- Material provided
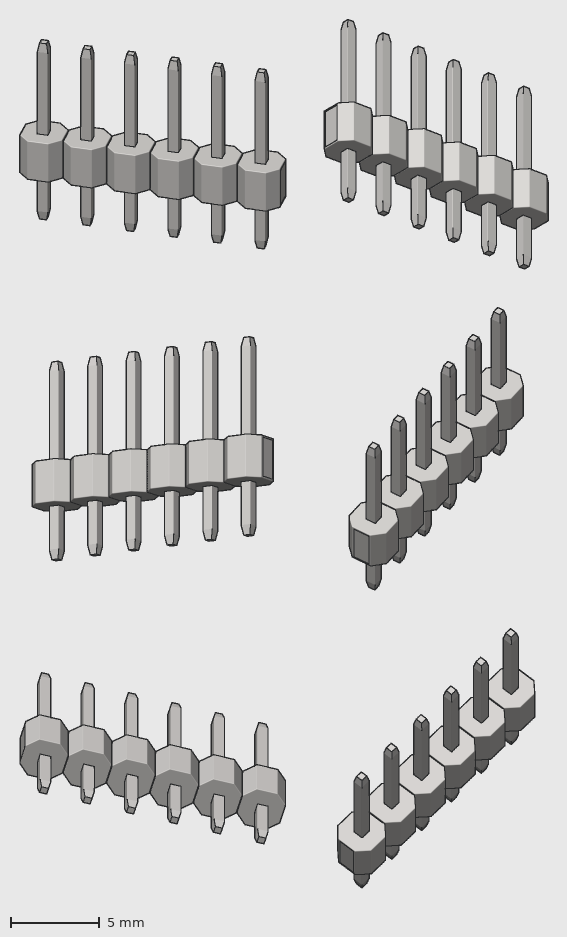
import cadquery as cq
UNIT_COUNT = 6
TOTAL_LENGTH = 15.24
PITCH = TOTAL_LENGTH / UNIT_COUNT

BLOCK_DEPTH = 2.55
BLOCK_HEIGHT = 2.48
TAB_LENGTH = 0.02
BLOCK_WIDTH = PITCH - 2 * TAB_LENGTH
CORNER_CUT = 0.64
BLOCK_FILLET = 0.05

TAB_EDGE_INSET = 0.12
TAB_DEPTH = BLOCK_DEPTH - 2 * (CORNER_CUT + TAB_EDGE_INSET)
TAB_HEIGHT = BLOCK_HEIGHT - 2 * TAB_EDGE_INSET
TAB_FILLET = 0.018

PIN_SIZE = 0.62
PIN_LENGTH = 11.38
PIN_BELOW_BLOCK = 3.06
PIN_FILLET = 0.02
TIP_SIZE = 0.41
TIP_LENGTH = 0.55
SHAFT_LENGTH = PIN_LENGTH - 2 * TIP_LENGTH
SHAFT_BOTTOM = TIP_LENGTH - PIN_BELOW_BLOCK
SHAFT_TOP = SHAFT_BOTTOM + SHAFT_LENGTH


def make_block():
    """Octagonal prism with every edge slightly rounded."""
    octagon = (
        cq.Workplane("XY")
        .rect(BLOCK_WIDTH, BLOCK_DEPTH)
        .extrude(BLOCK_HEIGHT)
        .edges("|Z")
        .chamfer(CORNER_CUT)
    )
    return octagon.edges().fillet(BLOCK_FILLET)


def make_tabs():
    """One bar through the block whose two rounded ends stand out as the side tabs."""
    bar = cq.Workplane("XY", origin=(0, 0, BLOCK_HEIGHT / 2)).box(PITCH, TAB_DEPTH, TAB_HEIGHT)
    return bar.faces("<X or >X").edges().fillet(TAB_FILLET)


def make_tip(base_z, direction):
    """Tapered pin end, narrowing from base_z upward (direction 1) or downward (direction -1)."""
    return (
        cq.Workplane("XY", origin=(0, 0, base_z))
        .rect(PIN_SIZE, PIN_SIZE)
        .workplane(offset=direction * TIP_LENGTH)
        .rect(TIP_SIZE, TIP_SIZE)
        .loft(ruled=True)
    )


def make_pin():
    """Square shaft with slightly rounded long edges and a tapered tip at each end."""
    shaft = cq.Workplane("XY", origin=(0, 0, SHAFT_BOTTOM)).rect(PIN_SIZE, PIN_SIZE).extrude(SHAFT_LENGTH)
    pin = shaft.union(make_tip(SHAFT_BOTTOM, -1)).union(make_tip(SHAFT_TOP, 1))
    return pin.edges("|Z").fillet(PIN_FILLET)


def make_header_unit(center_x):
    """One pin position: block, side tabs and pin in a single solid."""
    unit = make_block().union(make_tabs()).union(make_pin())
    return unit.translate((center_x, 0, 0))


first_unit_x = -(UNIT_COUNT - 1) * PITCH / 2
header_units = []
for index in range(UNIT_COUNT):
    header_unit = make_header_unit(first_unit_x + index * PITCH)
    header_units.append(header_unit.val())

result = cq.Compound.makeCompound(header_units)
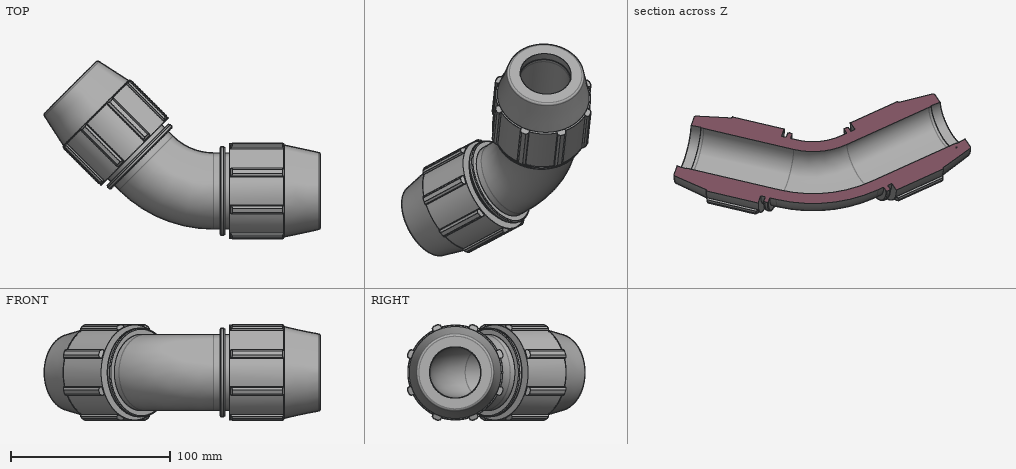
import cadquery as cq
import math

BEND_ANGLE = 45
BEND_RADIUS = 60
PIPE_DIAMETER = 48
BORE_DIAMETER = 32
LEG_LENGTH = 67.12

FLANGE_DIAMETER = 55.68
FLANGE_START = 59.8
FLANGE_THICKNESS = 3.2
FLANGE_CHAMFER_HEIGHT = 0.7
FLANGE_OUTER_CHAMFER = 1.1
FLANGE_INNER_CHAMFER = 0.5

NOSE_LENGTH = 22.7
NOSE_FACE_DIAMETER = 45.6
NOSE_EDGE_RADIUS = 1.5
NOSE_TAPER_ANGLE = 12.2
GRIP_DIAMETER = 59.7
GRIP_LENGTH = 34.4
GRIP_OUTER_BEVEL = 0.6

RIB_COUNT = 8
RIB_TIP_RADIUS = 32
RIB_TIP_WIDTH = 2.8
RIB_BASE_WIDTH = 5.6
RIB_SHOULDER_RADIUS = 31
RIB_ROOT_OVERLAP = 2
RIB_OUTER_BEVEL = 1.2
RIB_INNER_SETBACK = 0.5
RIB_INNER_BEVEL = 1.5

RECESS_DEPTH = 6.4
RECESS_DIAMETER = 32.9
LEAD_IN_DIAMETER = 32.2
LEAD_IN_LENGTH = 2

taper = math.radians(NOSE_TAPER_ANGLE)
edge_center_radius = NOSE_FACE_DIAMETER / 2
taper_start_x = -NOSE_EDGE_RADIUS * (1 - math.sin(taper))
taper_start_radius = edge_center_radius + NOSE_EDGE_RADIUS * math.cos(taper)
nose_base_radius = taper_start_radius + (NOSE_LENGTH + taper_start_x) * math.tan(taper)


def nut_body():
    """Nose and grip revolved about X; the mouth is at x = 0 and the nut runs toward -X."""
    grip_radius = GRIP_DIAMETER / 2
    grip_end = -(NOSE_LENGTH + GRIP_LENGTH)
    profile = (
        cq.Workplane("XY")
        .lineTo(0, edge_center_radius)
        .radiusArc((taper_start_x, taper_start_radius), -NOSE_EDGE_RADIUS)
        .lineTo(-NOSE_LENGTH, nose_base_radius)
        .lineTo(-(NOSE_LENGTH + GRIP_OUTER_BEVEL), grip_radius)
        .lineTo(grip_end, grip_radius)
        .lineTo(grip_end, 0)
        .close()
    )
    return profile.revolve(360, (0, 0, 0), (1, 0, 0))


def grip_rib():
    """One rib on the +Z side of the grip: a bar with sloped shoulders and both ends beveled."""
    root_radius = GRIP_DIAMETER / 2 - RIB_ROOT_OVERLAP
    outer_end = -NOSE_LENGTH
    inner_end = -(NOSE_LENGTH + GRIP_LENGTH - RIB_INNER_SETBACK)
    section = (
        cq.Workplane("YZ")
        .polyline(
            [
                (-RIB_BASE_WIDTH / 2, root_radius),
                (RIB_BASE_WIDTH / 2, root_radius),
                (RIB_BASE_WIDTH / 2, RIB_SHOULDER_RADIUS),
                (RIB_TIP_WIDTH / 2, RIB_TIP_RADIUS),
                (-RIB_TIP_WIDTH / 2, RIB_TIP_RADIUS),
                (-RIB_BASE_WIDTH / 2, RIB_SHOULDER_RADIUS),
            ]
        )
        .close()
        .extrude(inner_end)
    )
    side = (
        cq.Workplane("XZ")
        .polyline(
            [
                (outer_end, root_radius),
                (outer_end, nose_base_radius),
                (outer_end - RIB_OUTER_BEVEL, RIB_TIP_RADIUS),
                (inner_end + RIB_INNER_BEVEL, RIB_TIP_RADIUS),
                (inner_end, GRIP_DIAMETER / 2),
                (inner_end, root_radius),
            ]
        )
        .close()
        .extrude(RIB_BASE_WIDTH, both=True)
    )
    return section.intersect(side)


def stop_flange():
    """Flange ring about X with both rim edges beveled."""
    rim_radius = FLANGE_DIAMETER / 2
    shoulder_radius = rim_radius - FLANGE_CHAMFER_HEIGHT
    outer_face = -FLANGE_START
    inner_face = outer_face - FLANGE_THICKNESS
    profile = (
        cq.Workplane("XY")
        .polyline(
            [
                (outer_face, 0),
                (outer_face, shoulder_radius),
                (outer_face - FLANGE_OUTER_CHAMFER, rim_radius),
                (inner_face + FLANGE_INNER_CHAMFER, rim_radius),
                (inner_face, shoulder_radius),
                (inner_face, 0),
            ]
        )
        .close()
    )
    return profile.revolve(360, (0, 0, 0), (1, 0, 0))


def pipe_stub():
    """Straight pipe from inside the nut back to the bend."""
    return (
        cq.Workplane("YZ")
        .workplane(offset=-LEG_LENGTH)
        .circle(PIPE_DIAMETER / 2)
        .extrude(LEG_LENGTH - NOSE_LENGTH)
    )


def leg():
    """Solid leg along X: nut, flange and pipe stub, with its mouth at x = 0."""
    body = nut_body().union(stop_flange()).union(pipe_stub())
    rib = grip_rib()
    pitch = 360 / RIB_COUNT
    for index in range(RIB_COUNT):
        body = body.union(rib.rotate((0, 0, 0), (1, 0, 0), pitch / 2 + index * pitch))
    return body


def leg_bore():
    """Bore of one leg, with the recess and lead-in at its mouth."""
    bore_radius = BORE_DIAMETER / 2
    bore_start = -(RECESS_DEPTH + LEAD_IN_LENGTH)
    profile = (
        cq.Workplane("XY")
        .polyline(
            [
                (0, 0),
                (0, bore_radius),
                (-RECESS_DEPTH, RECESS_DIAMETER / 2),
                (-RECESS_DEPTH, LEAD_IN_DIAMETER / 2),
                (bore_start, bore_radius),
                (-LEG_LENGTH, bore_radius),
                (-LEG_LENGTH, 0),
            ]
        )
        .close()
    )
    return profile.revolve(360, (0, 0, 0), (1, 0, 0))


def bend(diameter):
    """Curved pipe from the origin, heading toward -X and turning toward +Y."""
    section = cq.Workplane("YZ").circle(diameter / 2)
    return section.revolve(BEND_ANGLE, (BEND_RADIUS, 0, 0), (BEND_RADIUS, -1, 0))


def both_legs(shape):
    """Place a leg shape on the straight end and its mirror image on the turned end."""
    straight = shape.translate((LEG_LENGTH, 0, 0))
    mirrored = straight.mirror("YZ")
    turned = mirrored.rotate((0, BEND_RADIUS, 0), (0, BEND_RADIUS, 1), -BEND_ANGLE)
    return straight.union(turned)


result = both_legs(leg()).union(bend(PIPE_DIAMETER))
result = result.cut(both_legs(leg_bore()).union(bend(BORE_DIAMETER)))

- Work required
Exact copy, pictures excluded: repeat the lines from the top of the material through the line with "unit = make_block().union(make_tabs()).union(make_pin())".

- Result of this exercise
import cadquery as cq
UNIT_COUNT = 6
TOTAL_LENGTH = 15.24
PITCH = TOTAL_LENGTH / UNIT_COUNT

BLOCK_DEPTH = 2.55
BLOCK_HEIGHT = 2.48
TAB_LENGTH = 0.02
BLOCK_WIDTH = PITCH - 2 * TAB_LENGTH
CORNER_CUT = 0.64
BLOCK_FILLET = 0.05

TAB_EDGE_INSET = 0.12
TAB_DEPTH = BLOCK_DEPTH - 2 * (CORNER_CUT + TAB_EDGE_INSET)
TAB_HEIGHT = BLOCK_HEIGHT - 2 * TAB_EDGE_INSET
TAB_FILLET = 0.018

PIN_SIZE = 0.62
PIN_LENGTH = 11.38
PIN_BELOW_BLOCK = 3.06
PIN_FILLET = 0.02
TIP_SIZE = 0.41
TIP_LENGTH = 0.55
SHAFT_LENGTH = PIN_LENGTH - 2 * TIP_LENGTH
SHAFT_BOTTOM = TIP_LENGTH - PIN_BELOW_BLOCK
SHAFT_TOP = SHAFT_BOTTOM + SHAFT_LENGTH


def make_block():
    """Octagonal prism with every edge slightly rounded."""
    octagon = (
        cq.Workplane("XY")
        .rect(BLOCK_WIDTH, BLOCK_DEPTH)
        .extrude(BLOCK_HEIGHT)
        .edges("|Z")
        .chamfer(CORNER_CUT)
    )
    return octagon.edges().fillet(BLOCK_FILLET)


def make_tabs():
    """One bar through the block whose two rounded ends stand out as the side tabs."""
    bar = cq.Workplane("XY", origin=(0, 0, BLOCK_HEIGHT / 2)).box(PITCH, TAB_DEPTH, TAB_HEIGHT)
    return bar.faces("<X or >X").edges().fillet(TAB_FILLET)


def make_tip(base_z, direction):
    """Tapered pin end, narrowing from base_z upward (direction 1) or downward (direction -1)."""
    return (
        cq.Workplane("XY", origin=(0, 0, base_z))
        .rect(PIN_SIZE, PIN_SIZE)
        .workplane(offset=direction * TIP_LENGTH)
        .rect(TIP_SIZE, TIP_SIZE)
        .loft(ruled=True)
    )


def make_pin():
    """Square shaft with slightly rounded long edges and a tapered tip at each end."""
    shaft = cq.Workplane("XY", origin=(0, 0, SHAFT_BOTTOM)).rect(PIN_SIZE, PIN_SIZE).extrude(SHAFT_LENGTH)
    pin = shaft.union(make_tip(SHAFT_BOTTOM, -1)).union(make_tip(SHAFT_TOP, 1))
    return pin.edges("|Z").fillet(PIN_FILLET)


def make_header_unit(center_x):
    """One pin position: block, side tabs and pin in a single solid."""
    unit = make_block().union(make_tabs()).union(make_pin())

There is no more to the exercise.